The pressure of the refrigerant (for example, helium gas) is preferably about 5 to 20 Torr, but since the pressure in the microcavity between the wafer and the electrostatic chuck (pressure of the cooling gas) is higher than the vacuum pressure in the chamber, the adsorption force of the electrostatic chuck causes the wafer to electrostatic. It must be greater than the pressure of the cooling gas to be separated from the chuck. Therefore, the pressure of the cooling gas is sufficient if the pressure ejected from the coolant supply hole can be recollected into the coolant collection hole without leaking into the chamber.

In addition, if the width of the outermost circumferential portion 50 of the dielectric in contact with the back surface of the semiconductor wafer is too small, cracks or the like may occur at the edge of the convex portion 50 when forming a flow path structure on the dielectric surface. It may cause leakage of refrigerant. On the other hand, if the width of the outermost circumferential portion 50 is too large, the temperature difference becomes too large on the inner and outer wall surfaces of the outermost circumferential portion 50, so that the heat transfer efficiency to the back surface of the semiconductor wafer becomes worse, and eventually adversely affects the film forming precision and the processing fineness. Crazy Therefore, it is preferable to make the width of the outermost peripheral part 50 into 1-20 mm.

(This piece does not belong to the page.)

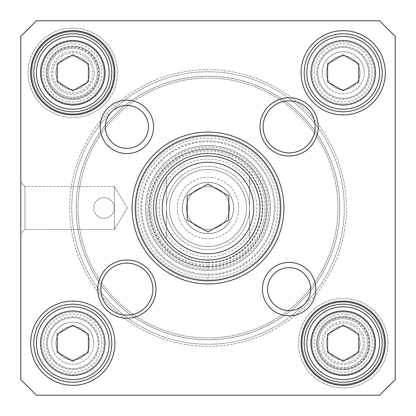 <?xml version="1.0" encoding="UTF-8"?>
<svg xmlns="http://www.w3.org/2000/svg" width="416" height="416" viewBox="0 0 416 416"><rect width="100%" height="100%" fill="white"/><g stroke="black" fill="none" stroke-linecap="round" stroke-linejoin="round"><path stroke-width="0.31" stroke-dasharray="2.08 1.56" d="M114.4 208L113.594 212.009L111.353 215.353L108.009 217.594L104 218.4L99.991 217.594L96.647 215.353L94.406 212.009L93.6 208L94.406 203.991L96.647 200.647L99.991 198.406L104 197.6L108.009 198.406L111.353 200.647L113.594 203.991L114.4 208L113.594 203.991L111.353 200.647L108.009 198.406L104 197.6L99.991 198.406L96.647 200.647L94.406 203.991L93.6 208L94.406 212.009L96.647 215.353L99.991 217.594L104 218.4L108.009 217.594L111.353 215.353L113.594 212.009L114.4 208L114.4 186.503L114.4 229.497L24.96 229.497L24.96 186.503L24.96 229.497L20.8 233.657L20.8 182.343L20.8 233.657L20.8 182.343L20.8 233.657L24.96 229.497L24.96 186.503L24.96 229.497L114.4 229.497L114.4 186.503L114.4 229.497L114.4 208L113.594 203.991L111.353 200.647L108.009 198.406L104 197.6L99.991 198.406L96.647 200.647L94.406 203.991L93.6 208L94.406 212.009L96.647 215.353L99.991 217.594L104 218.4L108.009 217.594L111.353 215.353L113.594 212.009L114.4 208L113.594 212.009L111.353 215.353L108.009 217.594L104 218.4L99.991 217.594L96.647 215.353L94.406 212.009L93.6 208L94.406 203.991L96.647 200.647L99.991 198.406L104 197.6L108.009 198.406L111.353 200.647L113.594 203.991L114.4 208M358.8 81.806L358.8 63.794L343.2 54.787L327.6 63.794L327.6 81.806L343.2 90.813L358.8 81.806L343.2 90.813L327.6 81.806L327.6 63.794L343.2 54.787L358.8 63.794L358.8 81.806L358.8 63.794L343.2 54.787L327.6 63.794L327.6 81.806L343.2 90.813L358.8 81.806M57.2 352.206L72.8 361.213L88.4 352.206L88.4 334.194L72.8 325.187L57.2 334.194L57.2 352.206L57.2 334.194L72.8 325.187L88.4 334.194L88.4 352.206L72.8 361.213L57.2 352.206L72.8 361.213L88.4 352.206L88.4 334.194L72.8 325.187L57.2 334.194L57.2 352.206M36.4 395.2L379.6 395.2L395.2 379.6L395.2 36.4L379.6 20.8L36.4 20.8L20.8 36.4L20.8 379.6L36.4 395.2L20.8 379.6L20.8 36.4L36.4 20.8L379.6 20.8L395.2 36.4L395.2 379.6L379.6 395.2L36.4 395.2L379.6 395.2L395.2 379.6L379.6 395.2L36.4 395.2L20.8 379.6L36.4 395.2L379.6 395.2L395.2 379.6L395.2 36.4L379.6 20.8L36.4 20.8L20.8 36.4L36.4 20.8L379.6 20.8L395.2 36.4L395.2 379.6L395.2 36.4L379.6 20.8L36.4 20.8L20.8 36.4L20.8 379.6L20.8 36.4L20.8 379.6L36.4 395.2M114.92 343.2A42.12 42.12 0 0 1 51.74 379.678A42.12 42.12 0 0 1 51.74 306.722A42.12 42.12 0 0 1 114.92 343.2A42.12 42.12 0 0 0 51.74 306.722A42.12 42.12 0 0 0 51.74 379.678A42.12 42.12 0 0 0 114.92 343.2M369.897 343.2A26.697 26.697 0 0 1 329.852 366.319A26.697 26.697 0 0 1 329.852 320.081A26.697 26.697 0 0 1 369.897 343.2M99.497 72.8A26.697 26.697 0 0 1 59.452 95.919A26.697 26.697 0 0 1 59.452 49.681A26.697 26.697 0 0 1 99.497 72.8M385.32 72.8A42.12 42.12 0 0 1 322.14 109.278A42.12 42.12 0 0 1 322.14 36.322A42.12 42.12 0 0 1 385.32 72.8A42.12 42.12 0 0 0 322.14 36.322A42.12 42.12 0 0 0 322.14 109.278A42.12 42.12 0 0 0 385.32 72.8M54.6 374.722A36.4 36.4 0 0 1 54.6 311.678A36.4 36.4 0 0 1 109.2 343.2A36.4 36.4 0 0 1 54.6 374.722A36.4 36.4 0 0 0 109.2 343.2A36.4 36.4 0 0 0 54.6 311.678A36.4 36.4 0 0 0 54.6 374.722M379.6 72.8A36.4 36.4 0 0 1 325 104.322A36.4 36.4 0 0 1 325 41.278A36.4 36.4 0 0 1 379.6 72.8A36.4 36.4 0 0 0 325 41.278A36.4 36.4 0 0 0 325 104.322A36.4 36.4 0 0 0 379.6 72.8M46.103 72.8A26.697 26.697 0 0 0 86.148 95.919A26.697 26.697 0 0 0 86.148 49.681A26.697 26.697 0 0 0 46.103 72.8M316.503 343.2A26.697 26.697 0 0 0 356.548 366.319A26.697 26.697 0 0 0 356.548 320.081A26.697 26.697 0 0 0 316.503 343.2M382.2 72.8A39 39 0 0 0 323.7 39.026A39 39 0 0 0 323.7 106.574A39 39 0 0 0 382.2 72.8A39 39 0 0 1 323.7 106.574A39 39 0 0 1 323.7 39.026A39 39 0 0 1 382.2 72.8A39 39 0 0 0 323.7 39.026A39 39 0 0 0 323.7 106.574A39 39 0 0 0 382.2 72.8A39 39 0 0 1 323.7 106.574A39 39 0 0 1 323.7 39.026A39 39 0 0 1 382.2 72.8A39 39 0 0 0 343.2 33.8A39 39 0 0 0 304.2 72.8A39 39 0 0 0 343.2 111.8A39 39 0 0 0 382.2 72.8M111.8 343.2A39 39 0 0 1 53.3 376.974A39 39 0 0 1 53.3 309.426A39 39 0 0 1 111.8 343.2A39 39 0 0 0 53.3 309.426A39 39 0 0 0 53.3 376.974A39 39 0 0 0 111.8 343.2A39 39 0 0 0 53.3 309.426A39 39 0 0 0 53.3 376.974A39 39 0 0 0 111.8 343.2A39 39 0 0 1 53.3 376.974A39 39 0 0 1 53.3 309.426A39 39 0 0 1 111.8 343.2A39 39 0 0 0 72.8 304.2A39 39 0 0 0 33.8 343.2A39 39 0 0 0 72.8 382.2A39 39 0 0 0 111.8 343.2M321.703 343.2A21.497 21.497 0 0 1 343.2 321.703A21.497 21.497 0 0 1 364.697 343.2A21.497 21.497 0 0 1 343.2 364.697A21.497 21.497 0 0 1 321.703 343.2M364.697 343.2A21.497 21.497 0 0 0 332.452 324.584A21.497 21.497 0 0 0 332.452 361.816A21.497 21.497 0 0 0 364.697 343.2M51.303 72.8A21.497 21.497 0 0 1 72.8 51.303A21.497 21.497 0 0 1 94.297 72.8A21.497 21.497 0 0 1 72.8 94.297A21.497 21.497 0 0 1 51.303 72.8M94.297 72.8A21.497 21.497 0 0 0 62.052 54.184A21.497 21.497 0 0 0 62.052 91.416A21.497 21.497 0 0 0 94.297 72.8M368.68 72.8A25.48 25.48 0 0 1 330.46 94.869A25.48 25.48 0 0 1 330.46 50.731A25.48 25.48 0 0 1 368.68 72.8A25.48 25.48 0 0 0 330.46 50.731A25.48 25.48 0 0 0 330.46 94.869A25.48 25.48 0 0 0 368.68 72.8M316.68 72.8A26.52 26.52 0 0 1 343.2 46.28A26.52 26.52 0 0 1 369.72 72.8A26.52 26.52 0 0 1 343.2 99.32A26.52 26.52 0 0 1 316.68 72.8M98.28 343.2A25.48 25.48 0 0 0 60.06 321.131A25.48 25.48 0 0 0 60.06 365.269A25.48 25.48 0 0 0 98.28 343.2A25.48 25.48 0 0 1 60.06 365.269A25.48 25.48 0 0 1 60.06 321.131A25.48 25.48 0 0 1 98.28 343.2M46.28 343.2A26.52 26.52 0 0 1 72.8 316.68A26.52 26.52 0 0 1 99.32 343.2A26.52 26.52 0 0 1 72.8 369.72A26.52 26.52 0 0 1 46.28 343.2M249.6 176.8C263.338 197.6 263.338 218.4 249.6 239.2L249.6 176.8L249.6 239.2A52 52 0 0 1 166.4 239.2L162.505 233.184L158.668 224.442L156.494 215.15L156 208L156.494 200.85L158.668 191.558L162.505 182.816L166.4 176.8L166.4 239.2L166.4 176.8M156 208A52 52 0 0 1 234 162.968A52 52 0 0 1 234 253.032A52 52 0 0 1 156 208M233.568 208A25.568 25.568 0 0 1 195.218 230.142A25.568 25.568 0 0 1 195.218 185.858A25.568 25.568 0 0 1 233.568 208A25.568 25.568 0 0 0 195.218 185.858A25.568 25.568 0 0 0 195.218 230.142A25.568 25.568 0 0 0 233.568 208M238.768 208A30.768 30.768 0 0 0 192.618 181.355A30.768 30.768 0 0 0 192.618 234.645A30.768 30.768 0 0 0 238.768 208M186.503 208A21.497 21.497 0 0 0 218.748 226.616A21.497 21.497 0 0 0 218.748 189.384A21.497 21.497 0 0 0 186.503 208A21.497 21.497 0 0 1 218.748 189.384A21.497 21.497 0 0 1 218.748 226.616A21.497 21.497 0 0 1 186.503 208M182.343 208A25.657 25.657 0 0 1 220.828 185.78A25.657 25.657 0 0 1 220.828 230.22A25.657 25.657 0 0 1 182.343 208M169.52 208A38.48 38.48 0 0 1 227.24 174.673A38.48 38.48 0 0 1 227.24 241.327A38.48 38.48 0 0 1 169.52 208A38.48 38.48 0 0 1 227.24 174.673A38.48 38.48 0 0 1 227.24 241.327A38.48 38.48 0 0 1 169.52 208M159.12 208A48.88 48.88 0 0 1 232.44 165.667A48.88 48.88 0 0 1 232.44 250.333A48.88 48.88 0 0 1 159.12 208M166.4 208A41.6 41.6 0 0 1 228.8 171.974A41.6 41.6 0 0 1 228.8 244.026A41.6 41.6 0 0 1 166.4 208A41.6 41.6 0 0 1 228.8 171.974A41.6 41.6 0 0 1 228.8 244.026A41.6 41.6 0 0 1 166.4 208M208 262.278A54.278 54.278 0 0 0 255.008 180.861A54.278 54.278 0 0 0 160.992 180.861A54.278 54.278 0 0 0 208 262.278M208 260A52 52 0 0 0 253.032 182A52 52 0 0 0 162.968 182A52 52 0 0 0 208 260A52 52 0 0 0 258.809 196.929A52 52 0 0 0 186.368 160.711A52 52 0 0 0 166.4 239.2A52 52 0 0 0 249.6 239.2M208 262.496A54.496 54.496 0 0 0 255.195 180.752A54.496 54.496 0 0 0 160.805 180.752A54.496 54.496 0 0 0 208 262.496A54.496 54.496 0 0 0 255.195 180.752A54.496 54.496 0 0 0 160.805 180.752A54.496 54.496 0 0 0 208 262.496M208 262.855A54.855 54.855 0 0 0 255.502 180.575A54.855 54.855 0 0 0 160.498 180.575A54.855 54.855 0 0 0 208 262.855M208 148.72A59.28 59.28 0 0 0 156.66 237.64A59.28 59.28 0 0 0 259.34 237.64A59.28 59.28 0 0 0 208 148.72A59.28 59.28 0 0 1 259.34 237.64A59.28 59.28 0 0 1 156.66 237.64A59.28 59.28 0 0 1 208 148.72M104 72.8A31.2 31.2 0 0 0 57.2 45.781A31.2 31.2 0 0 0 57.2 99.819A31.2 31.2 0 0 0 104 72.8A31.2 31.2 0 0 0 57.2 45.781A31.2 31.2 0 0 0 57.2 99.819A31.2 31.2 0 0 0 104 72.8M104.697 72.8A31.897 31.897 0 0 0 56.852 45.178A31.897 31.897 0 0 0 56.852 100.422A31.897 31.897 0 0 0 104.697 72.8A31.897 31.897 0 0 0 56.852 45.178A31.897 31.897 0 0 0 56.852 100.422A31.897 31.897 0 0 0 104.697 72.8M113.703 72.8A40.903 40.903 0 0 0 52.348 37.378A40.903 40.903 0 0 0 52.348 108.222A40.903 40.903 0 0 0 113.703 72.8A40.903 40.903 0 0 0 52.348 37.378A40.903 40.903 0 0 0 52.348 108.222A40.903 40.903 0 0 0 113.703 72.8M114.4 72.8A41.6 41.6 0 0 0 52 36.774A41.6 41.6 0 0 0 52 108.826A41.6 41.6 0 0 0 114.4 72.8A41.6 41.6 0 0 0 52 36.774A41.6 41.6 0 0 0 52 108.826A41.6 41.6 0 0 0 114.4 72.8A41.6 41.6 0 0 0 52 36.774A41.6 41.6 0 0 0 52 108.826A41.6 41.6 0 0 0 114.4 72.8A41.6 41.6 0 0 0 72.8 31.2A41.6 41.6 0 0 0 31.2 72.8A41.6 41.6 0 0 0 72.8 114.4A41.6 41.6 0 0 0 114.4 72.8M333.44 372.835A31.2 31.2 0 0 0 373.745 336.835A31.2 31.2 0 0 0 322.416 319.93A31.2 31.2 0 0 0 333.44 372.835A31.2 31.2 0 0 0 373.745 336.835A31.2 31.2 0 0 0 322.416 319.93A31.2 31.2 0 0 0 333.44 372.835M333.226 373.495A31.897 31.897 0 0 0 374.426 336.69A31.897 31.897 0 0 0 321.953 319.41A31.897 31.897 0 0 0 333.226 373.495A31.897 31.897 0 0 0 374.426 336.69A31.897 31.897 0 0 0 321.953 319.41A31.897 31.897 0 0 0 333.226 373.495M330.408 382.049A40.903 40.903 0 0 0 383.245 334.854A40.903 40.903 0 0 0 315.952 312.697A40.903 40.903 0 0 0 330.408 382.049A40.903 40.903 0 0 0 383.245 334.854A40.903 40.903 0 0 0 315.952 312.697A40.903 40.903 0 0 0 330.408 382.049M330.19 382.715A41.6 41.6 0 0 0 383.926 334.714A41.6 41.6 0 0 0 315.484 312.177A41.6 41.6 0 0 0 330.19 382.715A41.6 41.6 0 0 0 384.8 343.2A41.6 41.6 0 0 0 302.531 334.443A41.6 41.6 0 0 0 330.19 382.715A41.6 41.6 0 0 0 384.8 343.2A41.6 41.6 0 0 0 302.531 334.443A41.6 41.6 0 0 0 330.19 382.715M24.96 186.503L20.8 182.343L24.96 186.503L114.4 186.503L24.96 186.503M387.92 343.2A44.72 44.72 0 0 0 320.84 304.47A44.72 44.72 0 0 0 320.84 381.93A44.72 44.72 0 0 0 387.92 343.2A44.72 44.72 0 0 1 320.84 381.93A44.72 44.72 0 0 1 320.84 304.47A44.72 44.72 0 0 1 387.92 343.2M117.52 72.8A44.72 44.72 0 0 0 50.44 34.07A44.72 44.72 0 0 0 50.44 111.53A44.72 44.72 0 0 0 117.52 72.8A44.72 44.72 0 0 1 50.44 111.53A44.72 44.72 0 0 1 50.44 34.07A44.72 44.72 0 0 1 117.52 72.8M384.8 343.2A41.6 41.6 0 0 0 343.2 301.6A41.6 41.6 0 0 0 301.6 343.2A41.6 41.6 0 0 0 343.2 384.8A41.6 41.6 0 0 0 384.8 343.2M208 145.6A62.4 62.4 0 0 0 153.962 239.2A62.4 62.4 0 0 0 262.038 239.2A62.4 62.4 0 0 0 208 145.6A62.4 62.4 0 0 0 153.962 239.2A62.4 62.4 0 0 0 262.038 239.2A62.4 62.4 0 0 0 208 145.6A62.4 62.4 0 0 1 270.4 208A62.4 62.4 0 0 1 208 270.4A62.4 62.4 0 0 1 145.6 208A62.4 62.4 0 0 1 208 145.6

In the above, the present invention has been described through an embodiment. Although the specific parts are not shown in this figure, for example, dielectrics, lift pins, chambers, refrigerant flow control valves and the like will be apparent to those of ordinary skill in the art. Therefore, those skilled in the art can make various modifications without departing from the spirit and scope of the present invention.

According to the configuration of the present invention described above, it is possible to prevent the leakage of the refrigerant from the electrostatic chuck can suppress the partial pressure drop of the reaction gas supplied in the reaction chamber and distortion of the reaction gas flow. Accordingly, it is possible to prevent nonuniformity of the film quality formed or etched on the semiconductor substrate. In addition, by preventing leakage of the refrigerant, not only the pressure of the refrigerant can be maintained uniformly, but also a uniform heat transfer effect can be realized, and the temperature of the semiconductor substrate can be maintained uniformly.

Claims (6)

In the electrostatic chuck which attaches a wafer to the upper surface, A refrigerant supply hole through which the refrigerant is supplied; And a coolant collection hole for re-collecting the coolant. The method of claim 1, The electrostatic chuck further comprises a flow path portion for moving the refrigerant. The method of claim 2, The flow passage portion is formed on the upper surface of the electrostatic chuck. The method of claim 1, The coolant supply hole is formed in the center or the outer portion of the upper surface of the electrostatic chuck, characterized in that it has one or more. The method of claim 1, The coolant collection hole is formed in the central portion or the outer portion of the upper surface of the electrostatic chuck, characterized in that it has one or more. The method of claim 1, Electrostatic chuck characterized in that the supply pressure and the collection pressure of the refrigerant is adjustable.